• **Exercise requirements**:
Below are some entries. Repeat exactly the lines from the one with "373, 149, 386)" through the one with "361, 183, 394)", and only those.

• **Material for this exercise**:
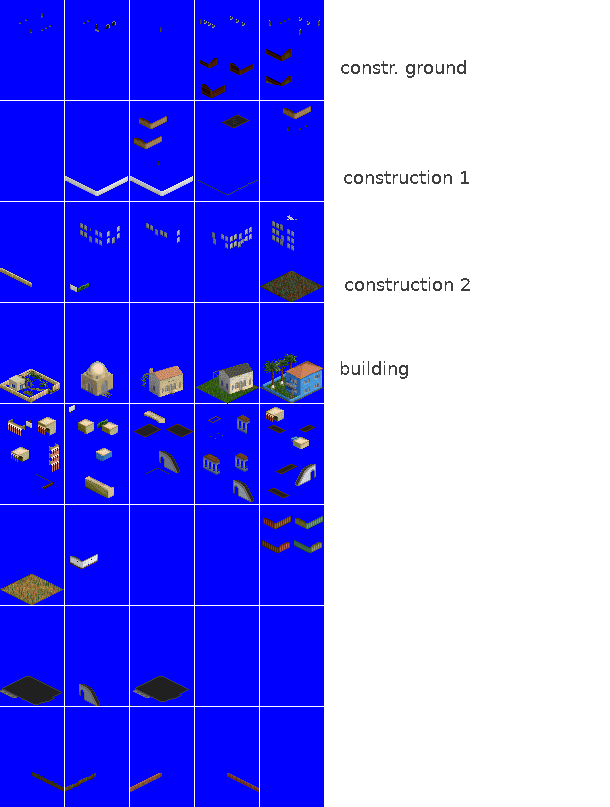
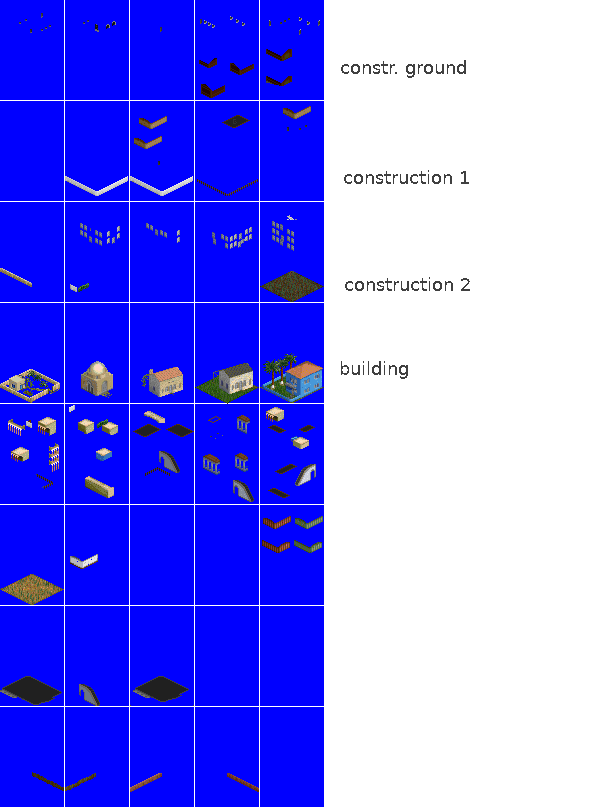
Two versions of the same layered image (610×807). Layer-by-layer changes:
painted on "roof" over (141, 373, 149, 386)
painted on "building" over (81, 361, 183, 394)
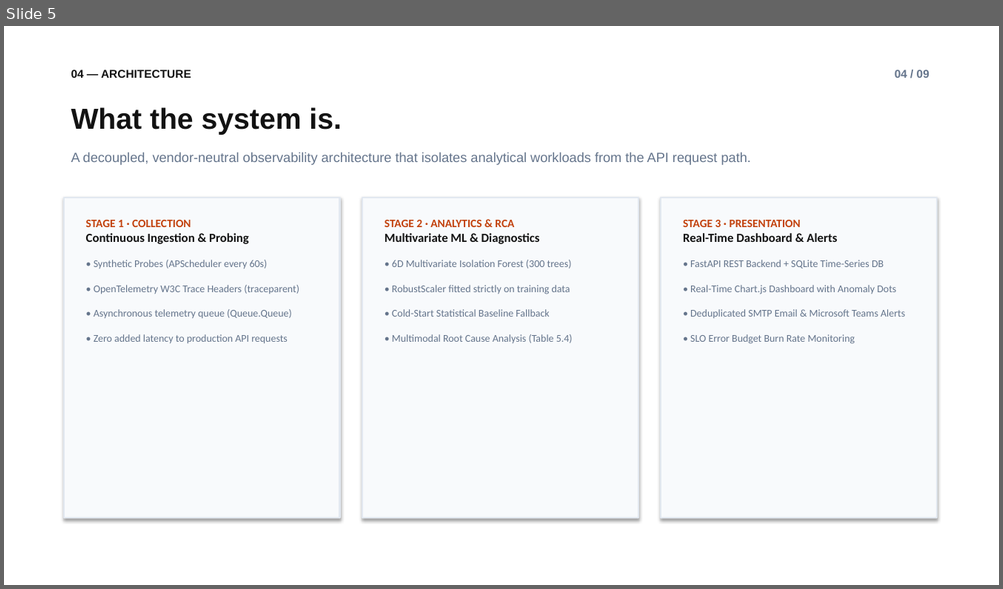
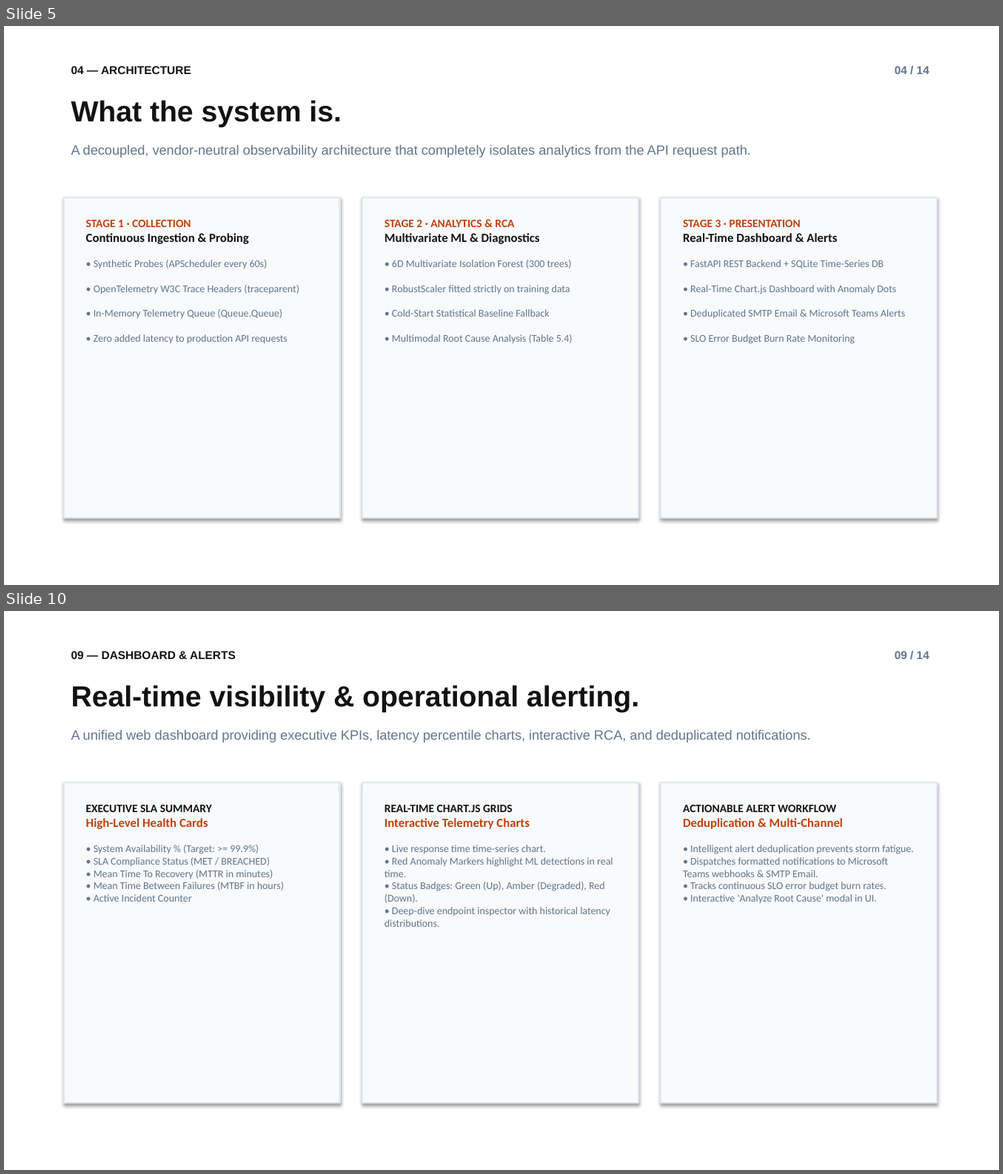
Before and after one commit to Bit06/Enterprise-APM-Dashboard, a slide deck: APM_Project_Presentation.pptx. Shown one above the other, each under a label of ours: slide 5 before the commit, slides 5 and 10 after it; the slides between them are not shown. The pictures are 1003x589 and 1003x1174 pixels, drawn with LibreOffice and Linux fonts; fonts in the diff are those of the drawing. Boxes give left, top, right and bottom in pixels: in the first picture for what was removed or moved away, otherwise in the second. Text is boxed around its words. In the diff, an @@ line names an element or a change of style, - is before the commit and + after.

```diff
--- a/APM_Project_Presentation.pptx
+++ b/APM_Project_Presentation.pptx
@@ slide 10 added at (4, 611, 999, 1170), background #FFFFFF @@
@@ text added at (71, 651, 236, 659), 11 pt, text #121212, bold @@
+09 — DASHBOARD & ALERTS
@@ text added at (894, 651, 929, 659), 11 pt, text #64748B, bold @@
+09 / 14
@@ text added at (71, 685, 639, 712), 28 pt, text #121212, bold @@
+Real-time visibility & operational alerting.
@@ text added at (71, 730, 811, 743), 13 pt, text #64748B @@
+A unified web dashboard providing executive KPIs, latency percentile charts, interactive RCA, and deduplicated notifications.
@@ rectangle added at (64, 783, 340, 1103), fill #F8FAFC, outline #E2E8F0 1.5 pt @@
@@ rectangle added at (362, 783, 638, 1103), fill #F8FAFC, outline #E2E8F0 1.5 pt @@
@@ rectangle added at (660, 783, 936, 1103), fill #F8FAFC, outline #E2E8F0 1.5 pt @@
@@ text added at (86, 805, 284, 902), 10 pt, text #64748B @@
+EXECUTIVE SLA SUMMARY
+High-Level Health Cards
+• System Availability % (Target: >= 99.9%)
+• SLA Compliance Status (MET / BREACHED)
+• Mean Time To Recovery (MTTR in minutes)
+• Mean Time Between Failures (MTBF in hours)
+• Active Incident Counter
@@ text added at (384, 805, 613, 927), 10 pt, text #64748B @@
+REAL-TIME CHART.JS GRIDS
+Interactive Telemetry Charts
+• Live response time time-series chart.
+• Red Anomaly Markers highlight ML detections in real time.
+• Status Badges: Green (Up), Amber (Degraded), Red (Down).
+• Deep-dive endpoint inspector with historical latency distributions.
@@ text added at (683, 805, 913, 903), 10 pt, text #64748B @@
+ACTIONABLE ALERT WORKFLOW
+Deduplication & Multi-Channel
+• Intelligent alert deduplication prevents storm fatigue.
+• Dispatches formatted notifications to Microsoft Teams webhooks & SMTP Email.
+• Tracks continuous SLO error budget burn rates.
+• Interactive 'Analyze Root Cause' modal in UI.
@@ slide 5 changed as well @@
@@ text "04 — ARCHITECTURE": place and size @@
-text "04 — ARCHITECTURE" at (71, 70, 191, 78)
+text "04 — ARCHITECTURE" at (71, 66, 191, 74)
@@ text at (894, 66, 929, 74): text changed @@
-04 / 09
+04 / 14
@@ text "What the system is.": place and size @@
-text "What the system is." at (71, 107, 341, 135)
+text "What the system is." at (71, 100, 341, 127)
@@ text at (71, 145, 751, 158): text changed @@
-A decoupled, vendor-neutral observability architecture that isolates analytical workloads from the API request path.
+A decoupled, vendor-neutral observability architecture that completely isolates analytics from the API request path.
@@ text at (94, 309, 282, 318): text changed @@
-• Asynchronous telemetry queue (Queue.Queue)
+• In-Memory Telemetry Queue (Queue.Queue)
```
Also in this commit, not shown: 9 other slides changed, 4 other slides added, 2 other files.

• **Written reply**:
painted on "roof" over (141, 373, 149, 386)
painted on "building" over (81, 361, 183, 394)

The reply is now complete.